By ANTHONY RIMEL, Corvallis Gazette-Times JUNE 2, 2015
As Meleshew Tizazu wrote the Amharic characters that make up the name of her home country, Ethiopia, she demonstrated how each is pronounced, repeating it and leading the assembled children — born in Ethiopia but adopted into mid-valley families — in repeating the sounds.
In particular, she emphasized the character that makes a sound similar to a “p” making a hard, sharp plosive sound.
Gradually, the children caught on to the Amharic pronunciation of the name, speaking it along with her. They wrote the characters, too, and later wrote their own names in Amharic with the help of Tizazu.

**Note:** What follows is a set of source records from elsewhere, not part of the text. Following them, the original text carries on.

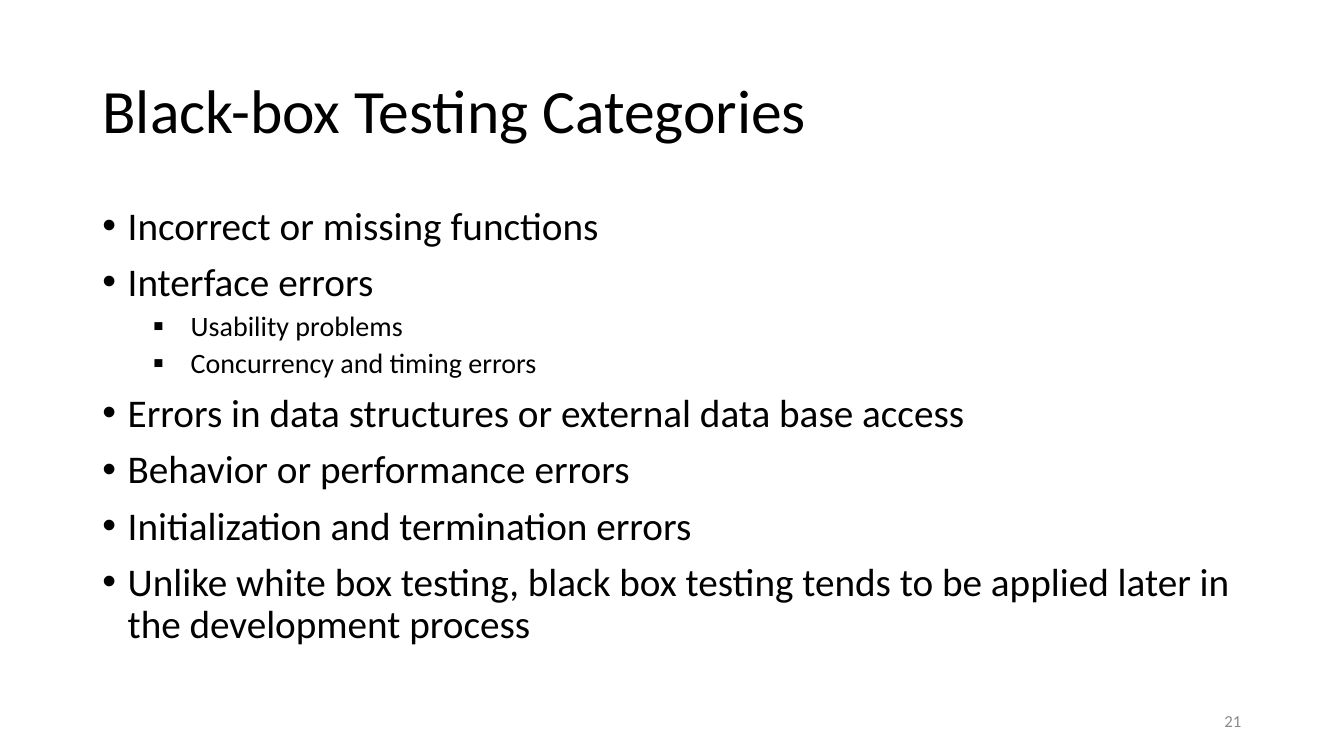
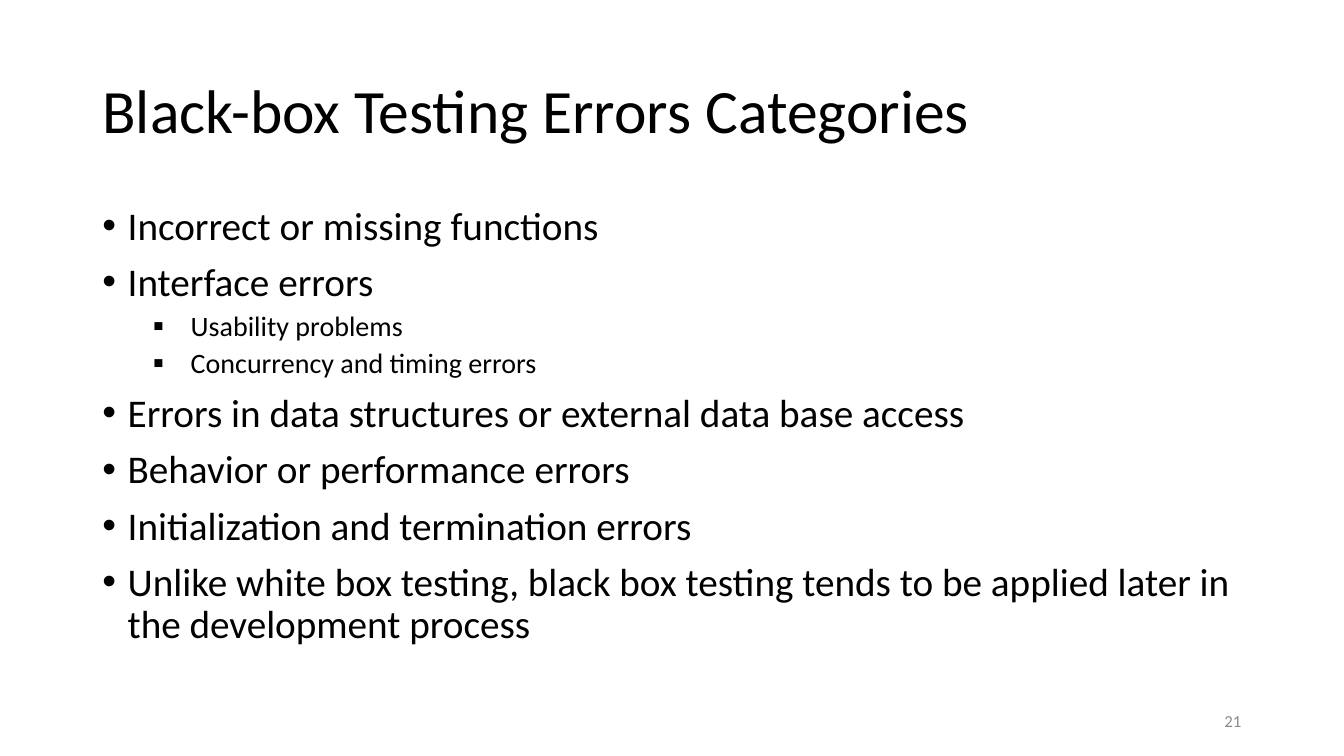
Before and after one commit to malenezi/malenezi, a slide deck: slide 21 of SE401/Lectures/6-Black Box Testing/Black Box Testing.pptx. Drawn at 1344x756 pixels with LibreOffice and Linux fonts; fonts in the diff are those of the drawing. Boxes give left, top, right and bottom in pixels: in the first picture for what was removed or moved away, otherwise in the second. Text is boxed around its words. In the diff, an @@ line names an element or a change of style, - is before the commit and + after.

```diff
--- a/SE401/Lectures/6-Black Box Testing/Black Box Testing.pptx
+++ b/SE401/Lectures/6-Black Box Testing/Black Box Testing.pptx
@@ title at (x1=102, y1=90, x2=969, y2=144): text changed @@
-Black-box Testing Categories
+Black-box Testing Errors Categories
```
Also in this commit, not shown: 5 other slides changed, 36 slides added, 6 slides removed, 1 other file.
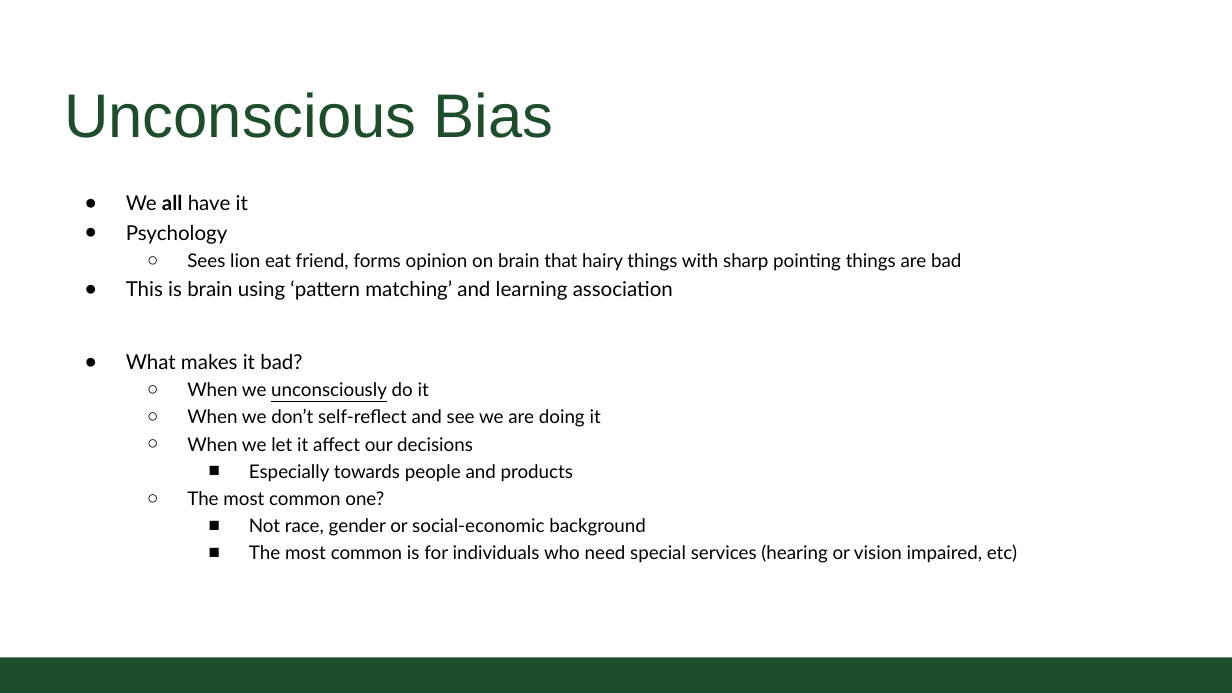
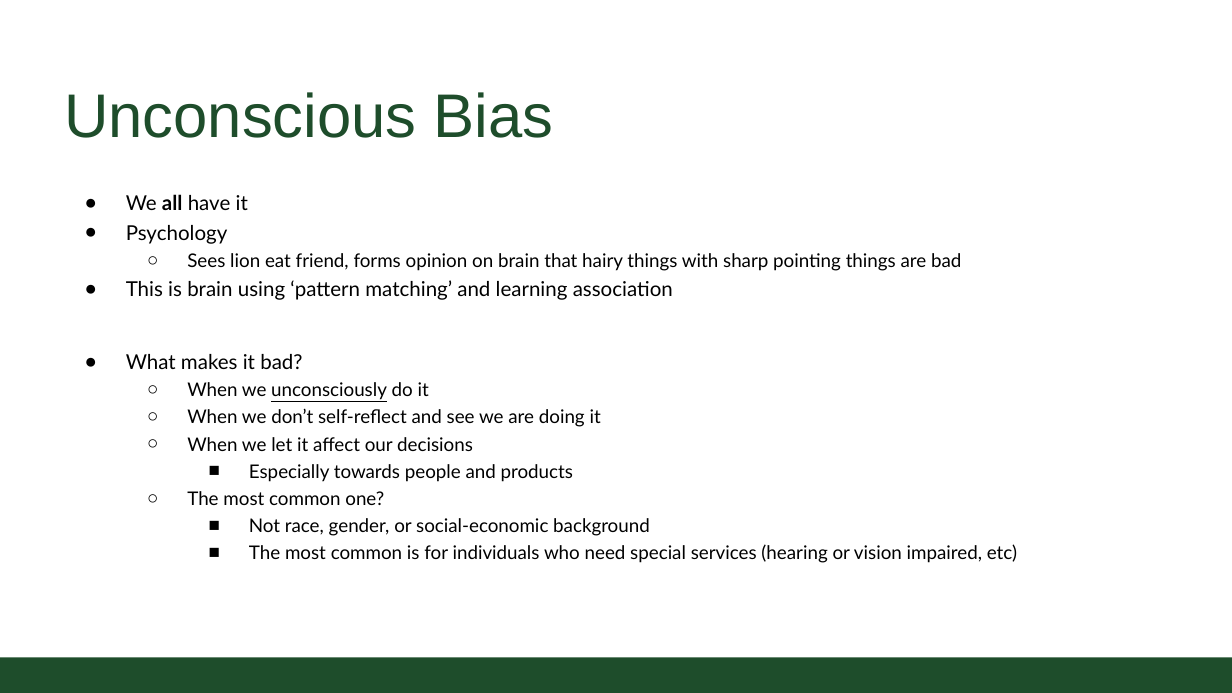
Before and after one commit to CSU-CS150B/handouts, a slide deck: slide 5 of Slides/On-Campus/05_02_unconciousBias_Logic.pptx. Drawn at 1232x693 pixels with LibreOffice and Linux fonts; fonts in the diff are those of the drawing; background and template pictures are left out. Boxes give left, top, right and bottom in pixels: in the first picture for what was removed or moved away, otherwise in the second. Text is boxed around its words. In the diff, an @@ line names an element or a change of style, - is before the commit and + after.

```diff
--- a/Slides/On-Campus/05_02_unconciousBias_Logic.pptx
+++ b/Slides/On-Campus/05_02_unconciousBias_Logic.pptx
@@ text at (249,518,650,536): text changed @@
-    ■ Not race, gender or social-economic background
+    ■ Not race, gender, or social-economic background
```
Also in this commit, not shown: 1 other slide changed, 2 slides added, 2 slides removed, 2 other files.

The moment occurred Sunday during a meeting of mid-valley families with adopted children from Ethiopia. They received a lesson from Tizazu, who has been visiting Corvallis for nearly two months as part of the sister cities program. Tizazu is a teacher in Gondar, Ethiopia, one of Corvallis’ sister cities.
Tizazu has been touring local schools, libraries and education classes at Oregon State University.
“I will take some experience from the school systems and universities and will share with my colleagues,” she said.
She said she was very impressed by programs like the library’s infant storytime programs focused on brain development and the Start Making A Reader Today (SMART) reading program for kids in kindergarten through third grade. She said because so few people are educated in Ethiopia, there is not a tradition of reading to kids, nor an appreciation for how that helps them.
“How children are supported here is wonderful,” she said.
She added that she is impressed that in the U.S. when forests are harvested for timber that the areas are replanted, which is not the case in Ethiopia.
“Ethiopia is becoming a desert,” she said.